HTTP errors and SSZ decoding failures are caught before verification runs.

## Security Considerations

### Trust model

Checkpoint sync operates under a [**weak subjectivity**](https://blog.ethereum.org/2014/11/25/proof-stake-learned-love-weak-subjectivity) assumption. In proof of work, any node can objectively determine the canonical chain by verifying the most cumulative work. Proof of stake doesn't have this property: validators can costlessly sign multiple forks, so a node that wasn't online to observe the chain in real time cannot distinguish the real chain from a fabricated one using protocol rules alone.

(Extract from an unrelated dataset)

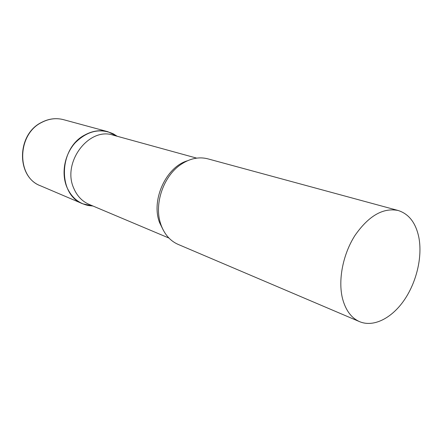 <?xml version="1.0" encoding="UTF-8"?>
<svg xmlns="http://www.w3.org/2000/svg" width="442" height="442" viewBox="0 0 442 442"><rect width="100%" height="100%" fill="white"/><g stroke="black" fill="none" stroke-linecap="round" stroke-linejoin="round"><path stroke-width="0.66" d="M85.002 134.893C92.621 130.788 100.229 129.721 107.831 131.694L117.185 136.258L113.456 133.909C100.014 127.876 87.223 130.876 75.09 142.904C64.549 154.65 61.106 173.198 66.792 186.977C71.339 197.292 78.61 203.486 88.61 205.569L92.991 206.027L82.82 203.823C57.471 194.961 58.421 148.125 85.002 134.893M196.673 158.125L113.146 135.147C88.958 126.743 61.863 162.402 73.737 188.198C77.019 195.961 82.146 201.359 89.129 204.403L168.96 238.061M398.17 210.497L207.806 158.833C198.883 156.545 189.894 158.44 180.844 164.512C163.612 175.999 154.054 203.558 160.479 223.249L161.137 225.238C164.651 234.58 170.314 240.967 178.137 244.404L359.622 321.671C373.562 327.533 391.7 318.268 404.143 300.217C416.596 282.134 422.596 256.802 418.845 237.387C415.828 222.895 408.938 213.934 398.17 210.497C383.081 207.486 368.678 215.806 354.959 235.47C342.848 254.399 337.854 280.416 342.583 298.82C345.732 310.433 351.412 318.052 359.622 321.671M82.82 203.823L40.515 185.806C16.36 177.264 16.774 134.28 41.802 122.379C48.985 118.671 56.2 117.765 63.455 119.649C56.079 117.749 48.802 118.655 41.614 122.362M187.452 160.766C165.883 167.048 150.772 200.475 159.639 222.762L163.347 230.276M107.831 131.694L63.455 119.649M40.515 185.806C16.083 176.905 16.608 134.423 41.46 122.445M92.627 205.873L88.61 205.569M116.804 136.153L113.456 133.909"/></g></svg>

Weak subjectivity resolves this: a new node obtains a recent trusted state through a social channel (a peer, a checkpoint provider, a block explorer) and starts from there. Nodes that are always online are unaffected because they continuously track the chain and don't need external trust.

What you **are** trusting:

- The checkpoint source is honest about which state is finalized
- The state hasn't been crafted to put you on a fork that diverged within the weak subjectivity period

What verification **does** protect against:

- Wrong network (genesis time mismatch)
- Wrong validator set (pubkey or count mismatch)
- Structurally invalid states (impossible slot orderings, inconsistent checkpoints)
- Corrupted data (SSZ decode failures)

What verification **does not** protect against:

- A checkpoint source that serves a structurally valid state on a minority fork. It will pass all checks but put you on the wrong chain. This is why the choice of checkpoint source matters.